- Map of Baden-Württemberg highlighting Karlsruhe
- Coordinates: 49°00′N 8°30′E﻿ / ﻿49.0°N 8.5°E
- Country: Germany
- State: Baden-Württemberg
- Region seat: Karlsruhe

Government
- • District President: Alexander Föhr (CDU)

Area
- • Total: 6,919.17 km^{2} (2,671.51 sq mi)

Population (31 December 2024)
- • Total: 2,848,413
- • Density: 411.670/km^{2} (1,066.22/sq mi)

GDP
- • Total: €157.762 billion (2024)
- • Per capita: €55,394 (2024)
- Website: rp.baden-wuerttemberg.de/rpk/Seiten/default.aspx

= Karlsruhe (region) =

Karlsruhe is one of the four administrative regions (sing. Regierungsbezirk) of Baden-Württemberg, Germany, located in the north-west of the state. It is subdivided into the three regional associations (sing. Regionalverband): Mittlerer Oberrhein (Middle Upper Rhine), Rhein-Neckar (Rhine-Neckar) and Nordschwarzwald (Northern Black Forest).

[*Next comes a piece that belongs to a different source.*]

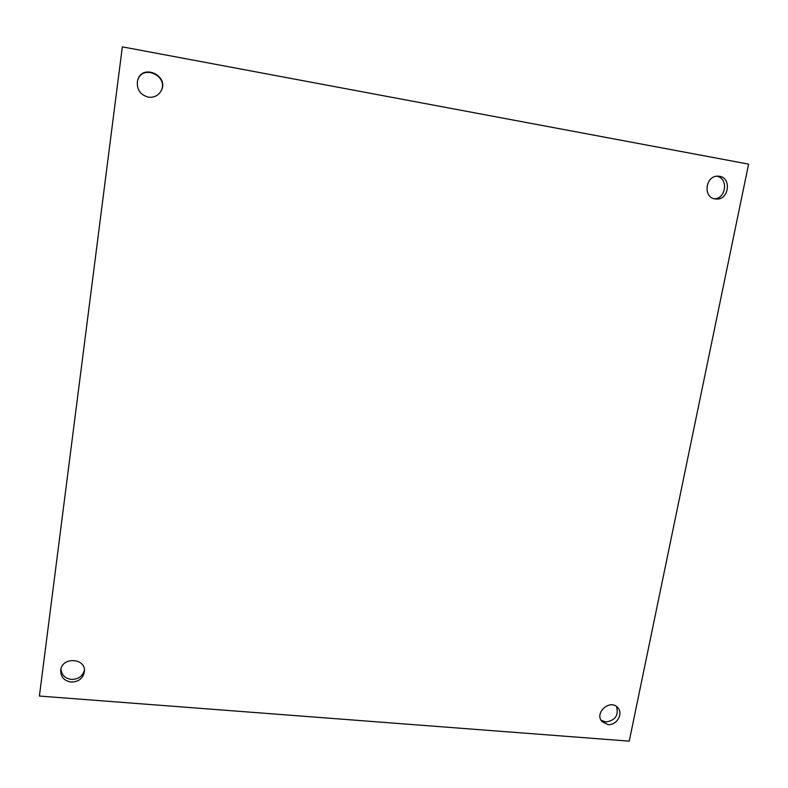 <?xml version="1.0" encoding="UTF-8"?>
<svg xmlns="http://www.w3.org/2000/svg" width="788" height="788" viewBox="0 0 788 788"><rect width="100%" height="100%" fill="white"/><g stroke="black" fill="none" stroke-linecap="round" stroke-linejoin="round"><path stroke-width="1.18" d="M601.008 720.193L605.745 721.985C615.29 720.498 618.875 715.346 616.492 706.531M607.952 724.576L601.973 721.591C593.945 712.923 610.267 698.523 617.753 707.663C623.653 713.593 616.63 725.689 607.952 724.576M60.942 669.061C61.543 674.991 65.02 678.448 71.383 679.423C78.229 679.404 82.573 676.331 84.424 670.224M71.127 682.053C64.123 680.862 60.646 676.961 60.706 670.352C61.75 656.562 86.01 657.822 84.415 671.514C83.114 678.389 78.682 681.896 71.127 682.053M160.447 91.94C170.435 76.377 141.515 62.873 137.398 81.282M148.164 97.121C140.156 94.727 136.58 89.389 137.447 81.085C141.397 62.232 170.957 76.042 160.555 91.772C157.57 96.047 153.443 97.83 148.164 97.121M714.499 198.803C726.369 198.497 728.457 177.93 716.735 176.246M714.972 198.901C702.512 197.286 705.615 175.143 718.203 176.187C731.953 176.197 729.471 200.595 715.928 199.019L714.972 198.901M39.4 696.05L629.238 741.144L748.6 164.131L122.337 46.856L39.4 696.05"/></g></svg>

| Kreise (districts) | Kreisfreie Städte (district-free cities) |
| # Calw # Enz # Freudenstadt # Karlsruhe # Neckar-Odenwald # Rastatt # Rhein-Neckar-Kreis | # Baden-Baden # Heidelberg # Karlsruhe # Mannheim # Pforzheim |

== Economy ==
The Gross domestic product (GDP) of the region was €123.3 billion in 2018, accounting for 3.7% of German economic output. GDP per capita adjusted for purchasing power was €40,400 or 134% of the EU27 average in the same year. The GDP per employee was 109% of the EU average.

==Butterflies==
The Regierungspräsidium garants permissions to catch butterflies in Baden-Württemberg. The information are into the system Landesdatenbank Schmetterlinge - Staatlichen Museum für Naturkunde.